The photon echo cross peaks of the amide I and the amide I, II, III and A are displayed in Fig. 5 (Eq. (5.20), (5.23) and (5.24) in Ref. ([28])). The absolute value spectra of the 4 cross peaks are featureless due to the helical structure. The band width along the ω₁ and ω₃ direction corresponds to the inhomogeneous frequency distributions of the amide I and the 4 amide modes. The imaginary (absorptive) parts of the signals have more structure. Unlike NMA [14] where positive excited state absorption and negative ground state bleach peaks have similar intensities in a given cross peak, the negative peaks here are stronger. As a result, the negative peaks involve the two pairs of the transitions between the ground state and the amide fundamental states and the orientational averages of the product of these IR transition dipoles moments contributing to the signals are always positive [28]. The combination states give positive peaks and the product of the transition dipole moments can be negative due to the anharmonicities. The negative peaks from different pathways accumulate to form the strong peaks. Positive peaks from different Liouville space paths may cancel out. It should be noted that lifetime broadening could also contribute to the cross peak bandshapes and is expected to broaden more the positive excited state absorption peak. This effect is not included in the present simulation.

Fig. 5.

Photon echo cross peaks of the amide I and all 4 amide modes. Top: imaginary part; bottom: absolute value amplitude. Calculations made using Eq. (5.20), (5.23) and (5.24) in Ref. ([28].)
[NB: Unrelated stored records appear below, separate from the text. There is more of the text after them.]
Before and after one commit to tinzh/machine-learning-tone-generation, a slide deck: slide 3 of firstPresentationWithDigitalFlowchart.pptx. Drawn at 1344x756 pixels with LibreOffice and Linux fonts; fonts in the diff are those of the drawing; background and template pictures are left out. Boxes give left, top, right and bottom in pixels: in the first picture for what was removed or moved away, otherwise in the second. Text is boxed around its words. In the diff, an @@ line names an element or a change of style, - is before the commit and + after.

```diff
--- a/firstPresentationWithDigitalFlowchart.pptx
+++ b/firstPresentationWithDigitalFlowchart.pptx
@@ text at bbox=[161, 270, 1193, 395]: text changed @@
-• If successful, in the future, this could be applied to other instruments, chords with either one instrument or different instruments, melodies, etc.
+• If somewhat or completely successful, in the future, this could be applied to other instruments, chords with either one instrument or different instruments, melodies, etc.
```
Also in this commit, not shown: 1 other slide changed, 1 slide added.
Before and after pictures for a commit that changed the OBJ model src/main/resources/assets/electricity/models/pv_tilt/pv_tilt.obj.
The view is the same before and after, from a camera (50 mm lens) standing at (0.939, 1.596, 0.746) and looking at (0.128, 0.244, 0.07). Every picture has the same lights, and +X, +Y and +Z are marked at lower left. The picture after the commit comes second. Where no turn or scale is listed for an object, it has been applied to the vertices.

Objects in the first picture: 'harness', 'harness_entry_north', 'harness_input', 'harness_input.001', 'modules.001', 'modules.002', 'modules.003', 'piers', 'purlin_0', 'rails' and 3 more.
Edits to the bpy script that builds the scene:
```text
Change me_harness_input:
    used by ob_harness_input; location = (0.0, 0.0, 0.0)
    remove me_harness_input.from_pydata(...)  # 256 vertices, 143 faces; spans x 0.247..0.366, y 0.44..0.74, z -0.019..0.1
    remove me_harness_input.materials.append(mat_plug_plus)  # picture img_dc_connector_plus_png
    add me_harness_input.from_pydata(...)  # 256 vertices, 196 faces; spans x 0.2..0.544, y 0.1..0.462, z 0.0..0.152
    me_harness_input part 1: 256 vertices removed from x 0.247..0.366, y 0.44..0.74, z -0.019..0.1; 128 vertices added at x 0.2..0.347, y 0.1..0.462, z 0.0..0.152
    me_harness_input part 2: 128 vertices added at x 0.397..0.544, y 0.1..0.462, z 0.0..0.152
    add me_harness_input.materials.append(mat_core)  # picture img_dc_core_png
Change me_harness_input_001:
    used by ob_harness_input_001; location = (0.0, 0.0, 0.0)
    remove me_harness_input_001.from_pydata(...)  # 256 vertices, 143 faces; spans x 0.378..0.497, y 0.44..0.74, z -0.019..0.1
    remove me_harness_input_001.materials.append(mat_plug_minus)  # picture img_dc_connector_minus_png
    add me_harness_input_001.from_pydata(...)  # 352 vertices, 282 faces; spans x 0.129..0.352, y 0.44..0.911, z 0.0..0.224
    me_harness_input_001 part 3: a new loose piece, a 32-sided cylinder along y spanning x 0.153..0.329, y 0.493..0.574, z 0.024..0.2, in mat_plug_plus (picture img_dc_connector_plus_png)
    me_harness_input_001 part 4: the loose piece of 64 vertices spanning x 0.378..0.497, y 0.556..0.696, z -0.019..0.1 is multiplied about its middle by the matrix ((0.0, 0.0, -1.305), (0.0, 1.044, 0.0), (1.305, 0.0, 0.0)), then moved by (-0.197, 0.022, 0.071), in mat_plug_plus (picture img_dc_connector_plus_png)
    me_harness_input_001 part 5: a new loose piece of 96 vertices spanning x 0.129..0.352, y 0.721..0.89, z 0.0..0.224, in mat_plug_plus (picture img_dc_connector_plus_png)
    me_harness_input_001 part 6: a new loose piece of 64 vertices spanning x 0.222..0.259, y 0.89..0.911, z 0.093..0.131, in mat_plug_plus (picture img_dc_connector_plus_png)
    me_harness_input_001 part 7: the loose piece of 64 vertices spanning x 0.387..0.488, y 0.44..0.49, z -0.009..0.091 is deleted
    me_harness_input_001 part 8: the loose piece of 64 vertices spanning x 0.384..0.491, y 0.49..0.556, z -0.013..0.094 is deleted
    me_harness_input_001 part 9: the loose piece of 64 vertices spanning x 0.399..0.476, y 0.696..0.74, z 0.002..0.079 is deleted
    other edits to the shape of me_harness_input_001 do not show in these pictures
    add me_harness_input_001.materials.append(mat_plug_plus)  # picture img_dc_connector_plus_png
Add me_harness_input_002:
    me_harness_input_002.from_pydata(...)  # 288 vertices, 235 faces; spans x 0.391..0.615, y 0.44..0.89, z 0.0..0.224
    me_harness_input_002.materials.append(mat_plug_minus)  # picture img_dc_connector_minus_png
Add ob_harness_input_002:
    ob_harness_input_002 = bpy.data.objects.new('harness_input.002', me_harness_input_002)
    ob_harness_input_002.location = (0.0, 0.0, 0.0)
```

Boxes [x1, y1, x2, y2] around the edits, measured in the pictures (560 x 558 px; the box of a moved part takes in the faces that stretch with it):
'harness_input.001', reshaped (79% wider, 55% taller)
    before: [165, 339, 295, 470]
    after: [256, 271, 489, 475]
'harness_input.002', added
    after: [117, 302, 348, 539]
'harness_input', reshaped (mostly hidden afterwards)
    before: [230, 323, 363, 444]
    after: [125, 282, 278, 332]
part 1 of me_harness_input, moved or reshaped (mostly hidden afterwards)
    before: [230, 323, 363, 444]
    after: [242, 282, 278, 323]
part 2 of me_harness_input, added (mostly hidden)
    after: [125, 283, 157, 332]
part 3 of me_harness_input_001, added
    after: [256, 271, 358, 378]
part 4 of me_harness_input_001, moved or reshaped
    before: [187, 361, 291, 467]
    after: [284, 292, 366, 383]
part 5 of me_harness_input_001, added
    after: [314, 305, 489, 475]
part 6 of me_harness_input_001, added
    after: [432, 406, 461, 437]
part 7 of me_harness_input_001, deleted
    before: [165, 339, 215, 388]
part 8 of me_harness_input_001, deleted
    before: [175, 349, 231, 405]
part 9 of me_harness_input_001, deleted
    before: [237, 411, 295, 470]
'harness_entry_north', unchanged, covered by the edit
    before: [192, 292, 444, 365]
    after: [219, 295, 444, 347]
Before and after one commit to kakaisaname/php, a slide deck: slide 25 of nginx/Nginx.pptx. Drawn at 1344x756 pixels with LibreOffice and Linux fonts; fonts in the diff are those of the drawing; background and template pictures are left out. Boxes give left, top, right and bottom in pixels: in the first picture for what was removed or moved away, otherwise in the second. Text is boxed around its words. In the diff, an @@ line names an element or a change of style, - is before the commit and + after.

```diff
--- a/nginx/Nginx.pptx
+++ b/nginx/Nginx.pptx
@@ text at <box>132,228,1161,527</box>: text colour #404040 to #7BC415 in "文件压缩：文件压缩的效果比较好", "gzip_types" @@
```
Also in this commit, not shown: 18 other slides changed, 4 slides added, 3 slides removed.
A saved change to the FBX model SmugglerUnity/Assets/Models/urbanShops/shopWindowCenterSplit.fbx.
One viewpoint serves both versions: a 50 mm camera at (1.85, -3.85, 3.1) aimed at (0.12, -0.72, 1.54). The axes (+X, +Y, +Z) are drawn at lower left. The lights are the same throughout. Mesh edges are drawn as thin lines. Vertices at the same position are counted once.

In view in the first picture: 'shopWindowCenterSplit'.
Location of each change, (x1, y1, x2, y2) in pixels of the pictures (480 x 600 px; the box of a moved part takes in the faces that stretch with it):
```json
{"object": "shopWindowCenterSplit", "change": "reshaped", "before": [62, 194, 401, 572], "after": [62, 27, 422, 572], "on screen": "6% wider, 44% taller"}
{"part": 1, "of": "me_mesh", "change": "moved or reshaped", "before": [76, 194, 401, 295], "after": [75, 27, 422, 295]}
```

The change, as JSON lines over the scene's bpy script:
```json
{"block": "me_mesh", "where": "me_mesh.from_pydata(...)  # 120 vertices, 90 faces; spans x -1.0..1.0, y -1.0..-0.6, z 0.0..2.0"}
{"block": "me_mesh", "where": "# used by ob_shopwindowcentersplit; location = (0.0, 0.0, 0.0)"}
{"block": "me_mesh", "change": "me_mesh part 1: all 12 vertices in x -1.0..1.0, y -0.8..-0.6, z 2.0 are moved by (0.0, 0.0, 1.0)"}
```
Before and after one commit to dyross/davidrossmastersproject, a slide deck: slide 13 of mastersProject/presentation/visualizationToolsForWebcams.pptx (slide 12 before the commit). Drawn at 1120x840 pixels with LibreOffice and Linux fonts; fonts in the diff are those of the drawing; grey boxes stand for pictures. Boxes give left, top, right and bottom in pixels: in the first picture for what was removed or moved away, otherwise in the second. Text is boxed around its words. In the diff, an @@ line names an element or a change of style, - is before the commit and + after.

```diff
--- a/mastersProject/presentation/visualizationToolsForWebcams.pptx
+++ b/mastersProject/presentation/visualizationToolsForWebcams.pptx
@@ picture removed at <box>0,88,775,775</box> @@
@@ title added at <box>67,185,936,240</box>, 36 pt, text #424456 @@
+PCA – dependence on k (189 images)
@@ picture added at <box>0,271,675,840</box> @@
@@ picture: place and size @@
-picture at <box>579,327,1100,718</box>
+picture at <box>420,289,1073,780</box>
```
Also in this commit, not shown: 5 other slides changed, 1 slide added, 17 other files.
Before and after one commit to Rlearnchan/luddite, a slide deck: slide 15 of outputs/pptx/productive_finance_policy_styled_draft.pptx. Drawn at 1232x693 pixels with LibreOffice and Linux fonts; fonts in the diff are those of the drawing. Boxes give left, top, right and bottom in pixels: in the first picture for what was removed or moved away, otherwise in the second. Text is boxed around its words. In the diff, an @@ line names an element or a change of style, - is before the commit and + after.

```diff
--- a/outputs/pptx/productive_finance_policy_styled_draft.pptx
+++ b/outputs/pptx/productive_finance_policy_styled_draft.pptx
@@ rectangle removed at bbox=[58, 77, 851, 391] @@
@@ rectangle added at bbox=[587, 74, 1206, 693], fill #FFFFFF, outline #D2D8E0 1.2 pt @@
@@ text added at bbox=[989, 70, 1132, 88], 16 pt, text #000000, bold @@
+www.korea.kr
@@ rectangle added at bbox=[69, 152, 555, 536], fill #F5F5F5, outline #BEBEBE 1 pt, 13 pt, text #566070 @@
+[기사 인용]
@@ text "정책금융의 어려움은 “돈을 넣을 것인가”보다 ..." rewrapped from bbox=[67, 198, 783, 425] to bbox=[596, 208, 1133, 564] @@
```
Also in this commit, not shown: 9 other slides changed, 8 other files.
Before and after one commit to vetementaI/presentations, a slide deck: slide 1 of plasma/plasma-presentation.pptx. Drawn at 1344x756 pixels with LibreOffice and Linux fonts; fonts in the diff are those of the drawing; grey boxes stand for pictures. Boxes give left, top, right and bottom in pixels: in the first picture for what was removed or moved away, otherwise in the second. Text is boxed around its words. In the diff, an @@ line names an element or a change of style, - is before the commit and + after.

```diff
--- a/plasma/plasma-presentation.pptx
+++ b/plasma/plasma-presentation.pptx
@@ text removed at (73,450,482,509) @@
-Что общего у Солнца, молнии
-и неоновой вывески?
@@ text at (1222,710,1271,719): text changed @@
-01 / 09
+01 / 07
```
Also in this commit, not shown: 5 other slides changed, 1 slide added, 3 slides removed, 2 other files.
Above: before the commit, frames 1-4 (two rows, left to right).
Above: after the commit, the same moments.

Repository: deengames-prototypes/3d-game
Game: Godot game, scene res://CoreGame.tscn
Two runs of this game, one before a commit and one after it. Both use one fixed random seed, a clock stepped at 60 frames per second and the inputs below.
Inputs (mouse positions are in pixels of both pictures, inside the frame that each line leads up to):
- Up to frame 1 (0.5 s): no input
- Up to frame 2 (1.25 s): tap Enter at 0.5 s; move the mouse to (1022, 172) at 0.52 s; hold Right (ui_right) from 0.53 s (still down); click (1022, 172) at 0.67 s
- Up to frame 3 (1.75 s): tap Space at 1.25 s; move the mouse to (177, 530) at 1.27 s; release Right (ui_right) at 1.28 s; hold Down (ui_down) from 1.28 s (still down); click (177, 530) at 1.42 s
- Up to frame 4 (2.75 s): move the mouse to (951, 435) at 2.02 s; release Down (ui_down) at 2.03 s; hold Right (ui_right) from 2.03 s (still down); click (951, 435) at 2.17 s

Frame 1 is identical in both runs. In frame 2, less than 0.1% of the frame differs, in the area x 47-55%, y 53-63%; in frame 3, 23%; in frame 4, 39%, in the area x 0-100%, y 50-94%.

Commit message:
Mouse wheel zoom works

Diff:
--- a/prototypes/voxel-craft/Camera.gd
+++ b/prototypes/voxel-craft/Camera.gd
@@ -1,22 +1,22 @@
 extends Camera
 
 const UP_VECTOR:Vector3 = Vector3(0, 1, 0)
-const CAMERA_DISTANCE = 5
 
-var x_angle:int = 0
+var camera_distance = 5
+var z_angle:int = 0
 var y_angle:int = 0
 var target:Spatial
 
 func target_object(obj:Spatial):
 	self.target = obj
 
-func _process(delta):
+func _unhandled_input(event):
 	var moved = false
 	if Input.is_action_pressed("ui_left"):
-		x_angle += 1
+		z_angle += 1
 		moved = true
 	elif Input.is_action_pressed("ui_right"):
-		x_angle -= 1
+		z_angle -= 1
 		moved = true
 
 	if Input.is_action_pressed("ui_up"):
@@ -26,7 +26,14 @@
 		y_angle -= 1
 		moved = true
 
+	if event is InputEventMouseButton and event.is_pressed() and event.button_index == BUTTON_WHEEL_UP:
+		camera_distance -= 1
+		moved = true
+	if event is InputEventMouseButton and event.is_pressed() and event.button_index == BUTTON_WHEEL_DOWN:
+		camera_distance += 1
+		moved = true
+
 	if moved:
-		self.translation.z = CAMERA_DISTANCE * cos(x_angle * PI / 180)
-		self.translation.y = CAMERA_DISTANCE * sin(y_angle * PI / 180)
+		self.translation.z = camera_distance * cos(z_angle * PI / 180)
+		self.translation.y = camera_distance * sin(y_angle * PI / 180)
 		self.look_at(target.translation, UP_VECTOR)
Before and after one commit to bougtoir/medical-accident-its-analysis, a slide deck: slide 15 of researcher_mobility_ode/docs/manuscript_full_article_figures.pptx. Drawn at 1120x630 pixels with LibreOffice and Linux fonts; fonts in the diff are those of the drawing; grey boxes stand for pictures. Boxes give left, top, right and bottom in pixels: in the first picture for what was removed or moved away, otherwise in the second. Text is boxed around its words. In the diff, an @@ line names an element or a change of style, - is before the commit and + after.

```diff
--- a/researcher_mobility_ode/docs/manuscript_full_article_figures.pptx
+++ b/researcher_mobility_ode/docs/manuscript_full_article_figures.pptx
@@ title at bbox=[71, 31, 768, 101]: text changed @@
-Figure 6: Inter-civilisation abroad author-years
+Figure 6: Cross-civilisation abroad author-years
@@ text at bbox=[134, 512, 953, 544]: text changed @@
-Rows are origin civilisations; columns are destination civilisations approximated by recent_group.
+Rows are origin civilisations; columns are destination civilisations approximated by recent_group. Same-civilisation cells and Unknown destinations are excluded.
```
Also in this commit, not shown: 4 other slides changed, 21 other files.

To investigate the bandshape sensitivity to the couplings between the amide modes in different amide units, the amide I - III, I - A cross peaks and the amide I - I diagonal peak were also calculated by turning off these couplings. Comparison with the original calculations is shown in Fig. 6. There is no significant difference in the bandshape and the intensity of the amide I - A cross peak, which is consistent to the highly localized amide A eigenstates (Fig. 3). The positive peaks of amide I - III and I - I regions are stronger when the couplings are switched off. The amide I - I bandshapes significantly depends on the couplings. Both negative and positive peaks are more elongated in the diagonal direction when the couplings are switched off.

Fig. 6.

Photo echo cross peaks with (top) and without (bottom) amide couplings between different amide units, as indicated.